Multi-floor generalization of TASEP

TL;DR

This paper studies a generalized TASEP model with multi-particle sites and back-pressure dynamics, revealing phase transitions and flux behavior as system size grows, extending classical TASEP results.

Contribution

It introduces a multi-particle site TASEP with back-pressure rules, analyzes its stationary distribution, and uncovers new phase transition phenomena for systems with site capacity greater than one.

Findings

Non-trivial phase transitions in flux for c>1

Maximum flux of 1/4 achieved under certain conditions

Thresholds for parameters differ from classical TASEP

Abstract

We consider an interacting particle system, which generalizes the classical totally asymmetric simple exclusion process (TASEP), in that each site can contain up to a fixed finite number of particles, and the particle movement is governed by a {\em back-pressure} (BP) algorithm (also often called {\em MaxWeight}).

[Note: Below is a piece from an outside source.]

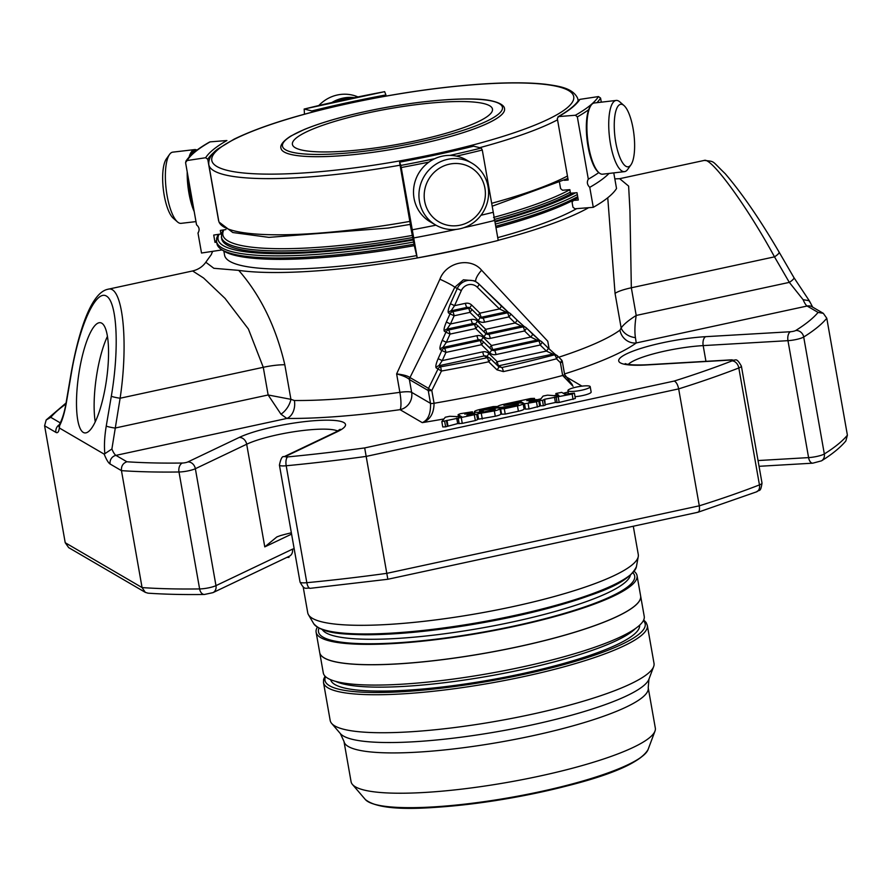 <?xml version="1.0" encoding="UTF-8"?>
<svg xmlns="http://www.w3.org/2000/svg" width="892" height="892" viewBox="0 0 892 892"><rect width="100%" height="100%" fill="white"/><g stroke="black" fill="none" stroke-linecap="round" stroke-linejoin="round"><path stroke-width="1.34" d="M619.059 105.055A31.499 9.578 -96.7 0 1 624.021 105.557A31.499 9.578 -96.7 0 1 633.944 134.447A31.499 9.578 -96.7 0 1 630.934 164.853A31.499 9.578 -96.7 0 1 616.171 144.593A31.499 9.578 -96.7 0 1 619.059 105.055M196.987 150.112A35.847 10.894 83.3 0 0 194.634 149.6L172.803 152.142A35.847 10.894 83.3 0 0 170.829 153.023A35.847 10.894 83.3 0 0 169.569 154.405L166.347 158.932A31.499 9.578 83.3 0 0 163.325 189.327A31.499 9.578 83.3 0 0 173.26 218.228L177.441 221.885A35.847 10.894 83.3 0 0 181.109 223.346L195.984 221.606M449.412 164.161A31.499 30.306 -59.7 0 1 483.575 204.279A31.499 30.306 -59.7 0 1 431.382 215.563A31.499 30.306 -59.7 0 1 449.412 164.161M630.934 164.853L627.712 169.38A35.847 10.894 -96.7 0 1 624.478 171.643A35.847 10.894 -96.7 0 1 609.95 140.68A35.847 10.894 -96.7 0 1 614.198 101.32A35.847 10.894 -96.7 0 1 616.171 100.439A35.847 10.894 -96.7 0 1 619.84 101.9L624.021 105.557M357.893 96.905A35.847 34.487 120.3 0 0 337.388 94.987A35.847 34.487 120.3 0 0 318.845 105.501M169.569 154.405A35.847 10.894 83.3 0 0 166.135 189.004A35.847 10.894 83.3 0 0 177.441 221.885M447.65 159.345A35.847 34.487 -59.7 0 1 471.835 163.113A35.847 34.487 -59.7 0 1 483.553 211.46A35.847 34.487 -59.7 0 1 435.697 225.029A35.847 34.487 -59.7 0 1 419.519 188.736A35.847 34.487 -59.7 0 1 447.65 159.345M624.478 171.643L602.646 174.185A35.847 10.894 -96.7 0 1 598.978 172.725A35.847 10.894 -96.7 0 1 587.672 139.843A35.847 10.894 -96.7 0 1 591.106 105.245A35.847 10.894 -96.7 0 1 592.366 103.862A35.847 10.894 -96.7 0 1 594.34 102.981L616.171 100.439M354.325 97.641A35.847 34.487 120.3 0 0 342.818 98.165A35.847 34.487 120.3 0 0 331.947 102.491M194.634 149.6A35.847 10.894 83.3 0 0 192.661 150.48A35.847 10.894 83.3 0 0 189.071 157.115M187.209 171.888A35.847 10.894 83.3 0 0 194.211 211.582M435.697 225.029L430.267 221.852A35.847 34.487 -59.7 0 1 414.089 185.569A35.847 34.487 -59.7 0 1 442.22 156.178A35.847 34.487 -59.7 0 1 466.404 159.947L471.835 163.113M598.978 172.725L598.086 171.955A34.922 10.615 -96.7 0 1 587.081 139.921A34.922 10.615 -96.7 0 1 590.426 106.204L591.106 105.245M350.623 98.421A34.922 33.606 120.3 0 0 343.186 99.179A34.922 33.606 120.3 0 0 336.028 101.576M196.563 150.436A34.922 10.615 83.3 0 0 193.698 151.261A34.922 10.615 83.3 0 0 191.156 154.996M188.513 179.259A34.922 10.615 83.3 0 0 193.096 205.26M295.252 147.738A101.576 18.286 -10 0 0 406.061 142.809A101.576 18.286 -10 0 0 492.473 109.103A101.576 18.286 -10 0 0 389.269 108.724A101.576 18.286 -10 0 0 292.409 144.381A101.576 18.286 -10 0 0 295.252 147.738M598.8 172.58A276.163 49.729 170 0 1 588.319 179.169C586.68 182.057 587.159 184.778 589.757 187.331L593.28 207.323L574.883 208.784L572.932 207.134L572.084 202.317L573.4 200.399A255.357 45.983 -10 0 0 577.447 198.013M609.024 173.438A276.163 49.729 170 0 1 589.757 187.331M596.938 102.68A276.163 49.729 -10 0 0 600.584 98.087L601.297 102.167M564.357 180.318L568.159 180.017L557.31 118.491L558.615 116.573L575.396 115.246L577.336 116.908L588.319 179.169M600.584 98.087L598.465 96.57L579.878 99.369L578.663 100.183M559.552 182.704L560.589 188.58L562.529 190.23L569.854 189.65L570.479 193.218L577.001 192.705L578.284 200.02L573.4 200.399M613.774 172.892L616.528 188.513A276.163 49.729 170 0 1 593.28 207.323M384.642 91.653L304.15 109.047L304.495 114.187M384.664 91.686A274.323 49.394 -10 0 0 304.283 109.047L311.832 110.942A255.357 45.983 -10 0 1 385.913 94.931L384.653 91.664M187.064 160.538L205.639 157.739A255.357 45.983 -10 0 1 226.903 140.523L210.133 141.861A274.323 49.394 -10 0 0 187.064 160.538L185.569 162.589L196.552 224.851C199.373 227.226 199.853 229.946 197.991 233.013L198.292 232.567M221.896 249.95L201.514 253.016L197.991 233.013A276.163 49.729 170 0 1 198.448 232.31M210.133 141.861L209.553 142.051C197.634 148.774 189.717 155.208 185.815 161.352M225.866 229.578L220.313 230.415L220.937 233.983A253.518 45.648 170 0 1 221.684 232.879M220.937 233.983L213.723 235.064L215.005 242.379A260.888 46.975 170 0 1 216.433 240.361M215.005 242.379L216.667 242.133M435.954 225.174A276.163 49.729 170 0 1 412.271 229.79L417.233 257.944L414.39 246.002A255.357 45.983 -10 0 0 414.579 245.958M463.807 227.705A276.163 49.729 170 0 0 494.703 220.447L493.265 212.285A276.163 49.729 170 0 1 481.011 215.262M456.135 229.389A276.163 49.729 170 0 1 413.71 237.941M456.514 156.122A276.163 49.729 -10 0 0 482.282 150.023L493.265 212.285M410.353 224.371L399.806 163.637L399.616 162.177L400.854 165.421L412.271 229.79M482.282 150.023L481.234 148.05L473.552 146.165L399.594 162.143M410.309 225.219L414.39 246.002M494.703 220.447L498.227 240.439A276.163 49.729 170 0 1 417.233 257.944M558.046 116.763L558.615 116.573A255.357 45.983 -10 0 0 579.878 99.369M205.639 157.739L207.758 159.255L218.607 220.781A253.518 45.648 170 0 1 218.685 220.659M399.594 162.154L399.616 162.177A255.357 45.983 -10 0 0 473.685 146.165M504.538 108.813L504.538 108.824A113.507 20.438 170 0 1 396.304 148.663A113.507 20.438 170 0 1 280.98 148.25A113.507 20.438 170 0 1 280.98 148.239A113.507 20.438 -10 0 0 284.158 151.986A113.507 20.438 -10 0 0 407.967 146.478A113.507 20.438 -10 0 0 504.538 108.813C504.515 108.177 504.649 103.684 490.879 100.696C473.061 96.793 427.045 99.246 375.867 109.359C346.475 115.28 322.592 121.992 304.228 129.507L290.926 135.997C279.174 143.445 280.768 147.604 280.98 148.239L280.98 148.25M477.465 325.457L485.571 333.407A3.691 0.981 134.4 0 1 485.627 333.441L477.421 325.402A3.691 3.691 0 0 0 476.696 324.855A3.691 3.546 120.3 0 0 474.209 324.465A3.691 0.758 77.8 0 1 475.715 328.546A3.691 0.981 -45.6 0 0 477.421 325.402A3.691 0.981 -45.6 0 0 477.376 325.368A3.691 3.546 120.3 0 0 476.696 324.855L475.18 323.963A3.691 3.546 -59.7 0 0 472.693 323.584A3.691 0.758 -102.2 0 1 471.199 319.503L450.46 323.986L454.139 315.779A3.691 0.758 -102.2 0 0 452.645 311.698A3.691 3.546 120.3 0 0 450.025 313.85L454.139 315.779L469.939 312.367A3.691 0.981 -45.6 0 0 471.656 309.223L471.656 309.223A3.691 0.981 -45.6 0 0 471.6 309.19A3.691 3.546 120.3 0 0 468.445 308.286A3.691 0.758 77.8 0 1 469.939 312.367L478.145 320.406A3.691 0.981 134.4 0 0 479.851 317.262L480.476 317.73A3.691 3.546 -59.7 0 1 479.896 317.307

There are $N$ sites (with $N$ finite or infinite), each may contain at most $c$ particles, $1 \le c < \infty$. New particles enter the system at the left-most site $1$ as a Poisson process of rate $\alpha\le 1$, unless site $1$ has $c$ particles. Particles (if any) are removed from the right-most site $N$ as a Poisson process of rate $\beta \le 1$. The left-to-right movement of particles between neighboring sites is governed by the BP rule: one particle moves from site $n$ to $n+1$ at epochs of a rate $1$ Poisson process, as long as the former site has strictly more particles than the latter. When $c=1$, this is the standard TASEP. Our main results address the asymptotics of the stationary distribution of a finite system, and especially the limit of the flux (current) as $N\to\infty$. In particular, we prove that interesting non-trivial phase transitions take place in a system with $c>1$. For example, if $c>1$ and $1/2 \le \beta \le 1$, the maximum limiting flux $1/4$ is achieved as long as $\alpha \ge \alpha_c^*$, where $\alpha_c^* < 1/2$ is some non-trivial threshold. (For the standard TASEP the threshold is $1/2$.) We also put forward a general conjecture about the stationary distribution asymptotics under an arbitrary parameter setting. We illustrate our formal results and the conjecture by simulations, and identify interesting directions for further research.